### Task brief
Everything in the listing that follows should be reproduced exactly except the pictures.

### Task material
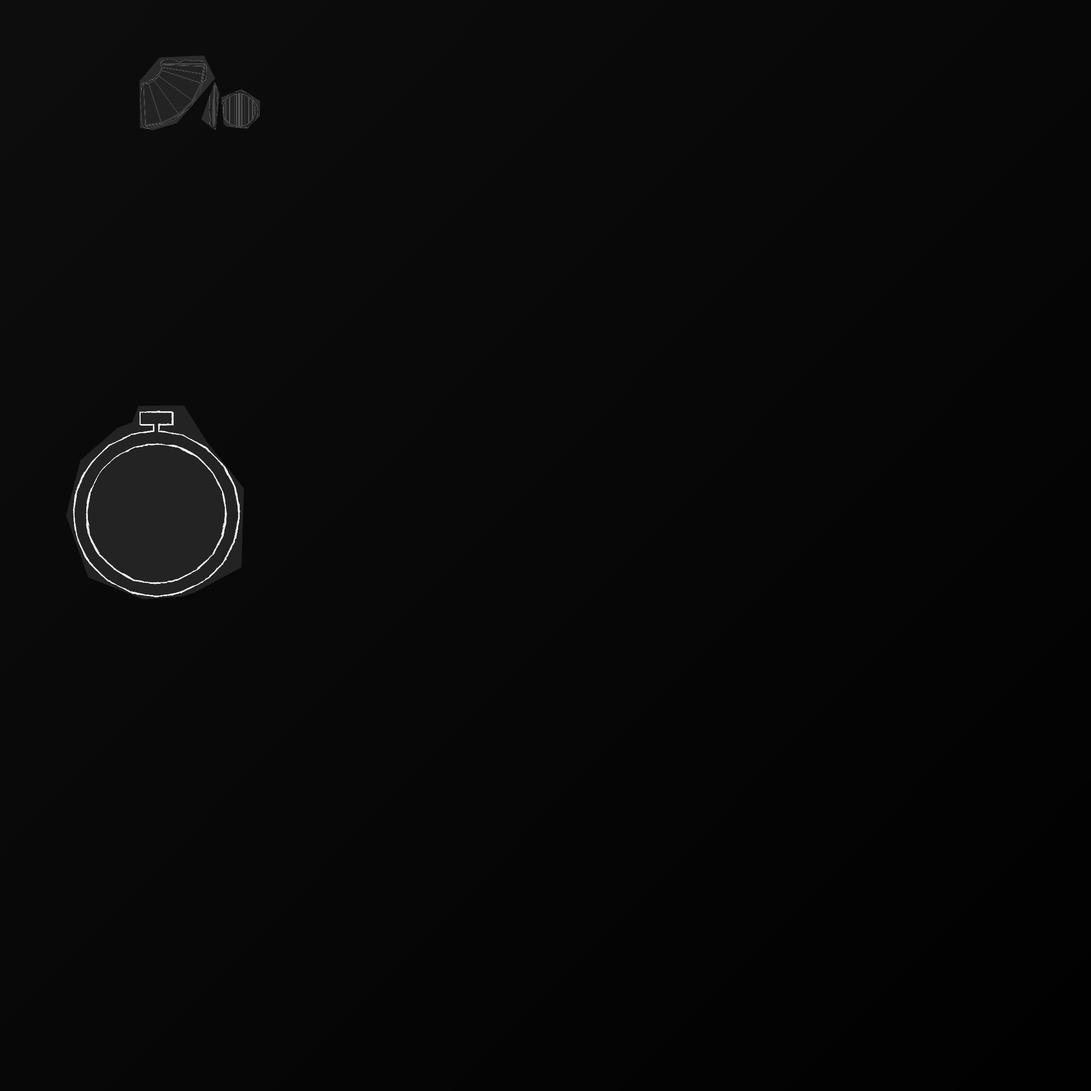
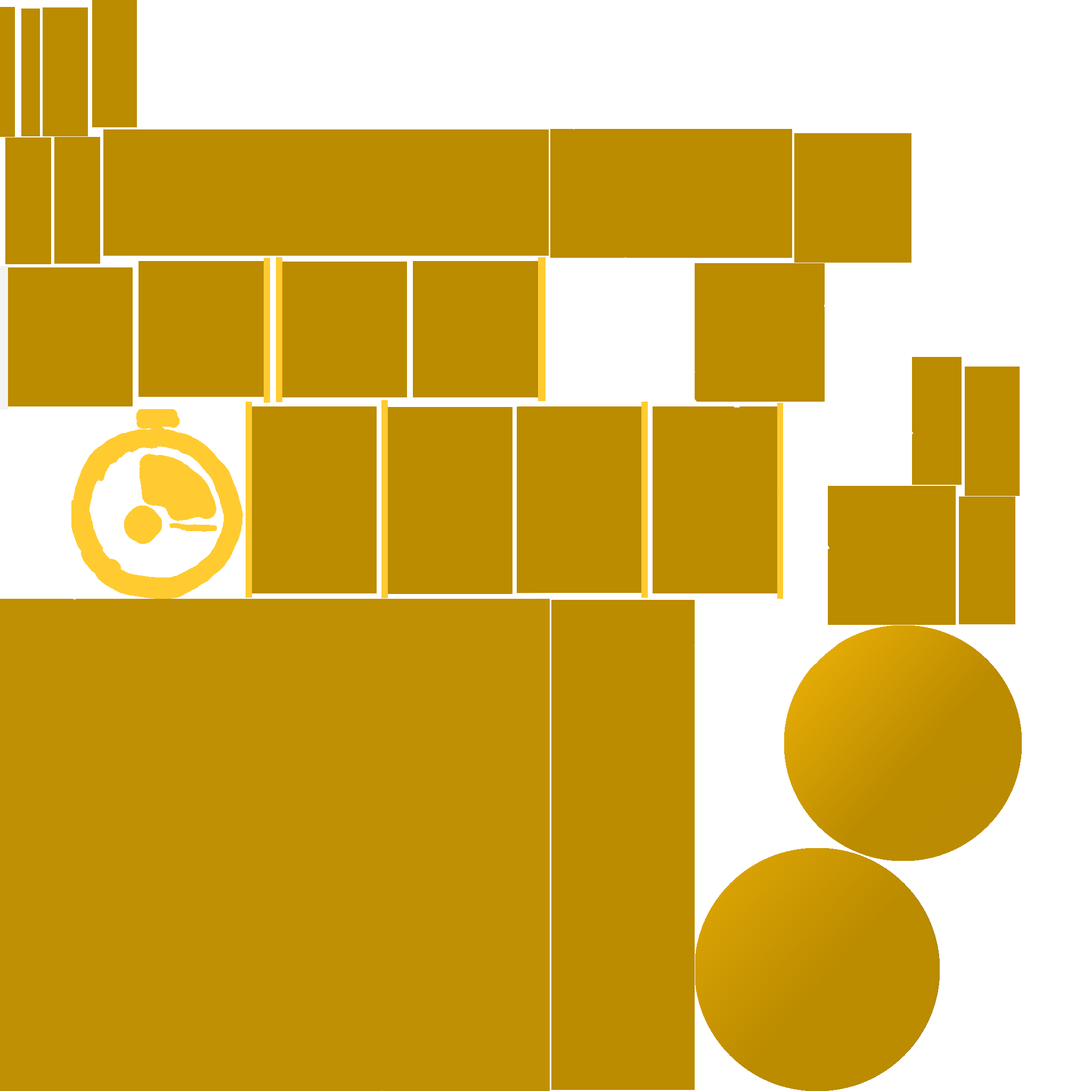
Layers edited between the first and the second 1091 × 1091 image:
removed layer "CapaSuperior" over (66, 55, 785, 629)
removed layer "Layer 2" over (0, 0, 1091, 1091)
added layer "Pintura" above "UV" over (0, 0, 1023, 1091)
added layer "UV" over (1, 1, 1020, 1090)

### The completed task
Layers edited between the first and the second 1091 × 1091 image:
removed layer "CapaSuperior" over (66, 55, 785, 629)
removed layer "Layer 2" over (0, 0, 1091, 1091)
added layer "Pintura" above "UV" over (0, 0, 1023, 1091)
added layer "UV" over (1, 1, 1020, 1090)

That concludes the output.